Sitting alone at night in those first, long, lonely, dark nights after losing Caleb, I searched for comfort in music. The old standards didn't bring it. They could never speak to the loss of a child, the love a parent knows, the consuming pain of a parent who has just witnessed the birth and death of their dreams, of their tiny, lifeless, baby.

And then I started listening to lullabies. They were written for babies. They spoke to babies. They wished for babies. They longed for babies to have full lives, to know joy, to find comfort in their mother's arms, to play hard and sleep deep. To put their tiny hand into their father's larger one and walk together, to laugh at the sun and clouds, to dream of life and all it's possibilities, to imagine tales of dragons and growing old, to always know they are wanted and most of all... loved. Lullabies don't know the difference between a child born alive and a baby born dead. They sing the song of the heart of a parent, a parent who knows and wants these things long before their child is born, long before the world has defined them as 'real' or not. The lullabies may not have known my pain but they did know my yearning, my aching to tell my son these things, to have the chance to wish for him all the things he should have had.

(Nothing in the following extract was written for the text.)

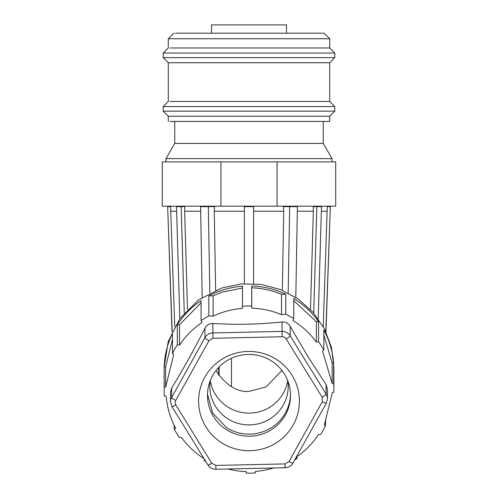 <?xml version="1.0" encoding="UTF-8"?>
<svg xmlns="http://www.w3.org/2000/svg" width="498" height="498" viewBox="0 0 498 498"><rect width="100%" height="100%" fill="white"/><g stroke="black" fill="none" stroke-linecap="round" stroke-linejoin="round"><path stroke-width="0.75" d="M254.534 24.9L243.466 24.9M286.475 33.204L286.475 24.9L211.526 24.9L211.526 33.204M179.803 318.745L176.516 206.633L184.708 206.633L184.646 211.245L200.688 211.245M184.272 313.08L181.172 206.633M244.387 283.679L244.387 206.633L253.613 206.633L253.613 283.679M215.653 290.278L214.258 211.245L244.387 211.245M202.2 297.418L200.601 206.633L214.545 206.633L214.258 211.245M209.832 292.992L208.326 206.633M187.509 309.532L184.646 211.245M176.653 211.245L170.727 211.245L170.727 206.633L167.658 206.633L172.165 331.643M170.727 211.245L174.761 326.638M325.835 331.643L330.342 206.633L325.966 331.917M330.211 206.633L327.273 206.633L323.239 326.638M321.347 211.245L327.273 211.245M313.728 313.08L316.828 206.633L321.484 206.633L318.197 318.745M325.536 420.237L325.536 425.678L324.254 425.242L332.371 392.486L333.828 392.237A84.865 83.577 180 0 0 333.865 389.56L333.865 367.138L331.487 347.486L324.484 328.941L313.248 312.532L298.414 299.186L280.804 289.649L261.413 284.458L241.331 283.897L221.672 288.012L198.416 300.026L180.002 318.477L168.193 341.584L164.135 367.138L164.135 389.56A84.865 83.577 180 0 0 164.384 395.972L166.226 396.252A83.023 81.759 -0 0 0 175.763 428.392L174.182 429.021A84.865 83.577 180 0 0 179.436 437.443L181.664 437.717A83.023 81.759 -0 0 0 203.987 458.583M285.777 294.212L285.777 314.238L281.513 314.655A83.023 81.759 -0 0 0 251.751 308.169L251.751 287.825C262.079 288.174 272.001 290.34 281.513 294.312L285.777 294.212A84.865 83.577 180 0 0 251.714 286.001L251.714 306.027A84.865 83.577 180 0 0 242.489 306.233L242.489 286.207A84.865 83.577 180 0 0 221.672 290.415A84.865 83.577 180 0 0 208.836 295.912L208.836 315.937A84.865 83.577 180 0 0 201.055 320.6L202.014 322.474A83.023 81.759 -0 0 0 179.554 345.07L179.554 324.727L177.332 324.777L177.332 344.803A84.865 83.577 180 0 0 172.464 353.449L173.746 354.395L165.635 387.114L165.635 366.839L164.172 366.87L164.172 386.89A84.865 83.577 180 0 0 164.135 389.56M323.818 350.106L322.567 351.109L332.16 383.435L332.16 363.16L333.616 363.129A84.865 83.577 180 0 0 323.818 330.087L323.818 350.106A84.865 83.577 180 0 0 318.564 341.684L318.564 321.658A84.865 83.577 180 0 0 293.764 298.532L293.764 318.552A84.865 83.577 180 0 0 285.777 314.238M333.616 363.129L333.616 383.155A84.865 83.577 180 0 1 333.865 389.56M296.329 457.058A83.023 81.759 -0 0 0 318.446 434.692L320.668 434.324A84.865 83.577 180 0 0 325.536 425.678M296.945 456.635L296.945 458.527L295.986 457.289M294.698 459.99A84.865 83.577 180 0 0 296.945 458.527M172.464 353.449L172.464 333.423A84.865 83.577 180 0 0 164.172 366.87M201.055 320.6L201.055 300.58A84.865 83.577 180 0 0 177.332 324.777M255.511 471.394L255.511 472.895L255.468 471.401A83.023 81.759 -0 0 0 273.595 467.977M227.978 468.985A83.023 81.759 -0 0 0 246.249 471.6L246.286 473.1A84.865 83.577 180 0 0 255.511 472.895M204.236 458.994L204.236 460.575A84.865 83.577 180 0 0 205.78 461.49M174.182 425.329L174.182 429.021M208.836 315.937L213.094 316.162L213.094 295.818L208.836 295.912M213.094 295.818L222.264 292.133L242.489 288.031M332.16 383.435L333.616 383.155M293.764 318.552L292.874 320.469A83.023 81.759 -0 0 1 316.336 342.051L318.564 341.684M251.751 308.169L251.714 306.027M242.489 306.233L242.532 308.368A83.023 81.759 -0 0 0 222.264 312.476A83.023 81.759 -0 0 0 213.094 316.162M204.958 328.232L204.958 337.663L171.692 397.46A4.613 0.703 -150.9 0 0 175.732 400.442L208.998 340.644A4.613 0.703 -150.9 0 1 204.958 337.663A9.225 9.082 -0 0 1 212.839 332.944L282.061 331.413L282.061 321.982C262.029 323.999 243.223 324.696 225.638 324.067L212.839 323.513C209.334 323.445 206.707 325.02 204.958 328.232C192.259 352.976 184.416 367.063 171.692 388.029L171.692 397.46A9.225 9.082 180 0 0 170.553 401.824L171.916 406.605L207.865 464.877C209.776 467.759 212.465 469.216 215.939 469.247L285.161 467.722L285.055 463.912L215.839 465.437L215.939 469.247M282.061 321.982C285.541 321.745 288.236 323.202 290.147 326.352L308.125 356.904L326.103 384.624L327.441 389.15L327.447 398.767A9.225 9.082 -0 0 0 326.103 394.049L326.103 384.624M251.751 287.825L251.714 286.001M293.764 300.68L316.336 321.708L318.564 321.658M332.16 363.16L323.818 335.036M165.635 387.114L164.172 386.89M172.464 339.281L165.635 366.839M177.332 344.803L179.554 345.07M204.753 459.835L204.236 460.575M170.553 401.824L170.553 392.206L171.692 388.029M179.554 324.727L201.055 302.79M316.336 342.051L316.336 321.708M281.513 314.655L281.513 294.312M204.79 377.247A50.41 49.644 180 0 0 224.779 444.633A50.41 49.644 180 0 0 293.21 424.95A50.41 49.644 180 0 0 273.221 357.558A50.41 49.644 180 0 0 204.79 377.247M212.596 375.691A41.515 40.88 180 0 0 207.485 395.331A41.515 40.88 180 0 0 226.565 429.724A41.515 40.88 180 0 0 285.404 414.971A41.515 40.88 180 0 0 290.515 395.331A41.515 40.88 180 0 0 271.435 360.932A41.515 40.88 180 0 0 212.596 375.691M207.504 394.292L212.827 413.296L226.565 427.645A41.515 40.88 180 0 0 275.282 424.887A41.515 40.88 180 0 0 285.404 412.892A41.515 40.88 180 0 0 290.496 394.292M297.312 211.245L313.354 211.245L310.491 309.532M288.168 292.992L289.674 206.633L297.399 206.633L295.8 297.418M282.347 290.278L283.742 211.245L283.455 206.633L289.674 206.633M253.613 211.245L283.742 211.245M218.653 374.726L218.591 367.499M216.045 370.468L217.265 372.597C227.169 386.006 237.751 392.275 249 391.416L266.081 386.89L281.955 370.468M231.458 386.629L231.458 358.28M210.187 380.827A39.205 38.607 180 0 0 209.795 386.286A39.205 38.607 180 0 0 267.507 420.331A39.205 38.607 180 0 0 288.205 386.286A39.205 38.607 180 0 0 287.813 380.827M219.12 375.386L219.12 366.951M313.354 211.245L313.292 206.633L316.828 206.633M327.41 206.172L327.41 206.633M170.59 206.172L170.59 206.633M173.821 33.204L168.28 38.744L329.72 38.744L324.179 33.204L175.364 33.204M329.72 38.744L329.72 47.964L169.943 47.964M329.72 47.964L334.793 53.043L163.207 53.043L168.28 47.964L168.28 38.744M334.793 57.65L329.72 62.729L168.28 62.729L163.207 57.65L334.793 57.65L334.793 53.043M329.72 62.729L329.72 101.474L169.943 101.474M329.72 101.474L334.793 106.547L163.207 106.547L168.28 101.474L168.28 62.729M334.793 111.16L329.72 116.233L168.28 116.233L163.207 111.16L334.793 111.16L334.793 106.547M329.72 116.233L329.72 121.425L169.943 121.425M174.742 121.425L174.742 143.443L165.977 158.625L165.977 161.894M323.258 121.425L323.258 143.443L174.742 143.443M323.258 143.443L332.023 158.625L165.977 158.625M332.023 158.625L332.023 161.894M220.944 206.172L162.286 206.172L162.286 161.894L335.714 161.894L335.714 206.172L220.944 206.172L220.944 161.894M277.056 161.894L277.056 206.172M208.998 340.644L212.945 338.285L212.839 323.513M212.945 338.285L282.161 336.754A4.613 4.544 -0 0 1 286.207 338.939L322.162 397.211A4.613 0.685 -31.7 0 0 326.103 394.049L290.147 335.776L290.147 326.352M286.207 338.939A4.613 0.685 -31.7 0 0 290.147 335.776A9.225 9.082 -0 0 0 282.061 331.413L282.161 336.754M322.162 397.211L322.268 401.749L289.002 461.553C291.454 462.829 292.805 463.289 293.042 462.935M322.268 401.749A4.613 0.703 29.1 0 0 326.296 403.193L327.447 398.767M175.732 400.442A4.613 4.544 180 0 0 175.838 404.986L211.793 463.258A4.613 0.685 148.3 0 1 207.865 464.877M175.838 404.986A4.613 0.685 148.3 0 1 171.916 406.605M215.839 465.437L211.793 463.258M289.002 461.553L285.055 463.912M210.281 380.584A39.205 38.607 180 0 0 249 413.116A39.205 38.607 180 0 0 267.507 408.547A39.205 38.607 180 0 0 287.72 380.584M172.034 331.917L167.658 206.633M285.161 467.722C288.628 467.535 291.249 465.954 293.029 462.991L326.296 403.193M163.207 57.65L163.207 53.043M163.207 111.16L163.207 106.547M168.28 116.233L168.28 121.425"/></g></svg>

And so it came to be that I would sit at night, again with a drink in hand, now always with good wine, although it could have been in a box and it wouldn't have tasted any different to my soured senses and how many bottles of good liquor were spent isn't a guess I'd like to venture....and I would listen to lullabies. I would let my heart bleed and my eyes drain until there seemed to be nothing left to release or sometimes just until the last ice cube had been resoundingly smashed between my teeth and the empty glass tucked away for another night. But those songs, oh those songs. Somehow those songs written to sooth and comfort did exactly that. And I remembered then, a cold winter day, years ago, standing abreast of my best friend from high schools graveside, huddled close to other friends as we sang "Puff the Magic Dragon" at his mother's request. And I understood now, so much more than I did then, why she wanted us to do that for him, for her, absolutely for her.

So many years later as I sat and listened and planned a funeral for my son, a funeral that we never had, (another post, maybe) all of the music I envisioned for him, for me, all of it, lullabies. Love songs have nothing on lullabies. They brought me comfort as I sat and felt my heart break wide open. Just as I imagine the chorus of young adults voices breaking over a cold and barren hillside on an early December morning brought comfort to my friends mom so many years ago.

I still listen to lovesongs. I think mostly they are silly. I often argue with them. If you love her/him, tell him. If they don't love you back, get on with it. Just get on with it.

I still listen to lullabies. They always make me cry. I often try to sing along, but can't. If you love your baby, you can't tell them enough. And they always love you back, if they get the chance. If they don't, you don't, get that chance, you have to learn, so gingerly, so painstakingly, how to get on with it. Just get on with it.

Caleb is my unfinished lullabye...I hear his song in my head but the lyrics are quiet.

And still, the other music will play on...the lovesongs and the lullabies. Always the lullabies.